The Official Online Weekly Newspaper of NAHB
Sales of newly built, single-family homes rose 11.1% to a seasonally adjusted annual rate of 300,000 units in March, the U.S. Commerce Department reported on April 25.
The gain partially offsets a large decline that occurred in new-home sales this February, when activity hit a record low due partly to poor weather conditions.
"The fact that new-home sales have regained some of the ground they lost earlier this year is a promising sign at the start of the spring home buying season," said NAHB Chairman Bob Nielsen.
"While potential buyers continue to be extremely cautious, they are starting to take a look around and evaluate their very good options with regard to attractively priced new homes," Nielsen said.

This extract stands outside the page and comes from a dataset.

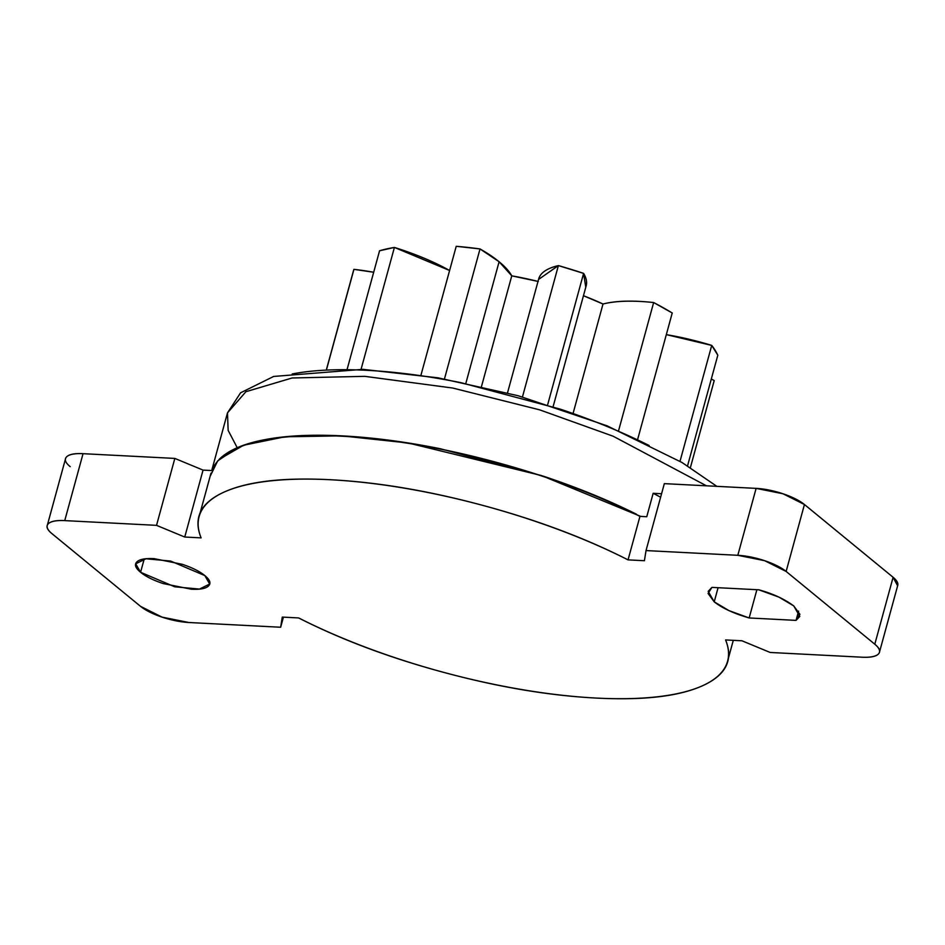 <?xml version="1.0" encoding="UTF-8"?>
<svg xmlns="http://www.w3.org/2000/svg" width="945" height="945" viewBox="0 0 945 945"><rect width="100%" height="100%" fill="white"/><g stroke="black" fill="none" stroke-linecap="round" stroke-linejoin="round"><path stroke-width="1.42" d="M756.886 589.715L749.161 617.959C733.922 613.553 722.275 608.178 714.219 601.835L718.082 587.707L714.219 601.835L708.183 591.357L711.916 587.388L708.089 593.484L714.219 601.835L728.973 610.624L749.161 617.959L796.056 620.381L798.596 611.108L796.056 620.381L799.883 614.285L793.753 605.934L799.789 616.412L796.056 620.381L749.161 617.959L756.886 589.715M144.207 559.003L140.581 572.268L135.714 563.811L145.955 558.779L170.667 561.058L204.829 575.588L209.696 584.045L199.454 589.078L174.742 586.798L140.581 572.268L144.207 559.003M219.264 459.294L243.609 445.237L285 436.791L341.665 435.858L408.193 442.981L541.438 475.536L640.781 516.419M706.447 485.813L613.187 436.236L539.666 409.846L452.702 388.041L364.805 376.346L292.135 377.976L245.936 391.691L227.485 412.882L245.936 391.691L292.135 377.976L364.805 376.346L452.702 388.041L539.666 409.846L613.187 436.236L706.447 485.813M649.12 445.508C622.294 432.089 592.574 419.934 559.948 409.043L460.806 382.642C427.341 375.933 396.002 371.822 366.79 370.322C337.589 368.822 312.724 370.027 292.218 373.96M237.219 447.706L228.147 430.388L227.485 412.882L212.023 469.381M636.434 514.21C608.486 500.236 577.525 487.585 543.54 476.233L440.276 448.733C405.417 441.74 372.767 437.464 342.338 435.893C311.909 434.322 286.016 435.586 264.659 439.685C243.29 443.772 228.088 450.387 219.051 459.506M897.726 585.439A36.524 11.423 -164.7 0 0 893.108 577.289L804.443 504.512L782.944 493.751L756.118 488.376L664.335 483.639L646.026 550.569L664.335 483.639L756.118 488.376L737.809 555.306L646.026 550.569L644.419 560.716L646.026 550.569L737.809 555.306A36.524 11.423 15.3 0 1 786.134 571.441L804.443 504.512A36.524 11.423 -164.7 0 0 756.118 488.376L737.809 555.306L764.635 560.68L786.134 571.441L804.443 504.512L893.108 577.289L874.798 644.218L786.134 571.441L874.798 644.218A36.524 11.423 15.3 0 1 879.417 652.369A36.524 11.423 15.3 0 1 861.946 657.2L770.163 652.463L861.946 657.2C870.392 657.637 875.873 656.586 878.377 654.046C880.894 651.518 879.7 648.235 874.798 644.218L893.108 577.289L897.62 585.829M70.202 466.665C65.299 462.648 64.106 459.364 66.622 456.837C69.127 454.297 74.608 453.246 83.054 453.683L174.837 458.419L203.057 470.102L184.748 537.032L156.527 525.349L184.748 537.032L203.057 470.102L174.837 458.419L156.527 525.349L64.744 520.612L156.527 525.349L174.837 458.419L83.054 453.683L64.744 520.612C56.298 520.175 50.817 521.227 48.313 523.766C45.797 526.294 46.99 529.578 51.892 533.594L140.557 606.371L162.056 617.132L188.882 622.507L280.665 627.244L282.272 617.085L298.644 617.935A273.955 85.7 15.3 0 0 562.889 695.343A273.955 85.7 15.3 0 0 726.28 664.902A273.955 85.7 15.3 0 0 725.583 639.942L741.943 640.781L770.163 652.463L741.943 640.781L725.583 639.942C733.71 659.905 725.984 675.191 702.407 685.81C678.817 696.418 643.462 700.505 596.342 698.072C549.222 695.65 498.487 687.121 444.162 672.497C389.836 657.874 341.334 639.682 298.644 617.935L282.272 617.085L280.665 627.244L283.417 617.144L280.665 627.244L188.882 622.507A36.524 11.423 15.3 0 1 140.557 606.371L51.892 533.594A36.524 11.423 15.3 0 1 47.274 525.432A36.524 11.423 15.3 0 1 64.744 520.612L83.054 453.683A36.524 11.423 -164.7 0 0 65.583 458.514M758.811 589.81C772.667 593.578 784.315 598.953 793.753 605.934L778.999 597.145L758.811 589.81L711.916 587.388L758.811 589.81M203.057 470.102L211.55 470.539L203.057 470.102M210.097 476.398L217.716 460.853L236.191 448.497C259.769 437.889 295.123 433.802 342.255 436.236C389.375 438.657 440.098 447.186 494.424 461.81C548.75 476.434 597.264 494.625 639.954 516.372L628.047 559.877L644.419 560.716L628.047 559.877A273.955 85.7 15.3 0 0 363.801 482.47A273.955 85.7 15.3 0 0 200.411 512.911A273.955 85.7 15.3 0 0 201.108 537.87L184.748 537.032L201.108 537.87C192.981 517.907 200.706 502.61 224.284 492.002C247.873 481.395 283.228 477.308 330.348 479.729C377.468 482.163 428.203 490.691 482.529 505.315C536.855 519.939 585.357 538.13 628.047 559.877L639.954 516.372L646.758 516.726L653.16 493.302L660.626 497.224A281.527 88.062 -164.7 0 0 653.16 493.302L661.583 493.739M140.581 572.268C145.719 576.485 153.244 580.254 163.154 583.561L191.327 589.207C200.198 589.668 205.951 588.57 208.585 585.9C211.219 583.242 209.967 579.805 204.829 575.588C199.69 571.359 192.166 567.602 182.255 564.295L154.082 558.637C145.211 558.188 139.458 559.286 136.824 561.944C134.19 564.614 135.442 568.051 140.581 572.268M639.954 516.372A273.955 85.7 -164.7 0 0 375.697 438.964A273.955 85.7 -164.7 0 0 212.318 469.405M465.909 383.103L499.102 261.741A115.373 36.087 -164.7 0 0 480.025 248.937L444.457 378.945L480.025 248.937A189.945 59.417 -164.7 0 0 456.222 246.302L420.974 375.118L456.222 246.302L480.025 248.937L499.102 261.741L465.909 383.103M353.347 271.168L353.938 269.349L373.688 272.254A115.373 36.087 -164.7 0 0 353.938 269.349L326.663 369.058L353.938 269.349A189.945 59.417 -164.7 0 0 353.371 271.073L326.568 369.058M347.264 368.833L379.559 250.779L347.264 368.833M394.408 247.436A189.945 59.417 -164.7 0 0 379.559 250.779L394.408 247.436L361.084 369.247L394.408 247.436A115.373 36.087 -164.7 0 1 449.596 270.506L394.408 247.436M481.489 386.505L511.765 275.846A115.373 36.087 -164.7 0 0 499.102 261.741L511.765 275.846L481.489 386.505M538 281.409A124.197 38.851 -164.7 0 0 511.765 275.846L538.284 281.48M553.227 406.244L586.183 285.768A115.373 36.087 -164.7 0 0 583.597 273.377L547.722 404.484L583.597 273.377A189.945 59.417 -164.7 0 0 558.389 265.592L522.455 396.947L558.389 265.592A115.373 36.087 -164.7 0 0 538.685 278.905M603.005 304.018A124.197 38.851 -164.7 0 0 583.455 295.714L603.005 304.018L573.202 412.989L603.005 304.018A115.373 36.087 -164.7 0 1 653.645 302.542L618.597 430.636L653.645 302.542C632.512 300.262 615.632 300.758 603.005 304.018M672.238 312.996A189.945 59.417 -164.7 0 0 653.645 302.542L672.238 312.996L637.71 439.189L672.238 312.996M666.319 334.613L711.727 345.409L717.81 355.214L687.547 465.861L717.81 355.214A189.945 59.417 -164.7 0 0 711.727 345.409L680.01 461.314L711.727 345.409A115.373 36.087 -164.7 0 0 666.319 334.636M714.207 380.587A115.373 36.087 -164.7 0 0 711.313 379.004L714.207 380.587L690.382 467.645L714.207 380.587M585.77 287.256L583.597 273.377L558.389 265.592L538.544 279.448M716.853 486.356L681.983 462.483L607.139 425.841L518.155 395.742L437.948 377.811L362.986 369.341L273.672 376.441L240.597 392.789L227.485 412.882M879.441 652.274L897.75 585.345M47.25 525.526L65.559 458.608M209.696 584.045L209.908 583.278M211.007 473.114L200.127 512.887M733.296 640.332L728.489 657.909M538.685 278.929L507.512 392.884"/></g></svg>

"The March pace of new-home sales more accurately reflects current market conditions than the extremely low pace we saw in the first two months of this year, when unusually poor weather likely kept buyers away," said NAHB Chief Economist David Crowe.
"That said, the average sales pace for the first quarter of 2011 held at about the same level seen for the last half of 2010,” he said.
“A limiting factor is the extremely thin inventory of new homes for sale, which is now at its second-lowest level in history. Builders continue to confront major challenges in obtaining financing to build new homes, and the shortage of new product makes it that much tougher for them to compete with existing homes on the market. At the same time, tighter lending conditions are making it more difficult for qualified buyers to obtain a mortgage."
New-home sales regained lost ground in three out of four regions this March.
Sales rose 66.7% in the Northeast — up from a very low sales pace in the previous month — and climbed 12.9% in the Midwest and 25.9% in the West. Sales were virtually unchanged in the South, falling 0.6%.
The inventory of new homes for sale fell to 183,000 units in March, which is the second-lowest level on record. This represents a 7.3-month supply at the current sales pace.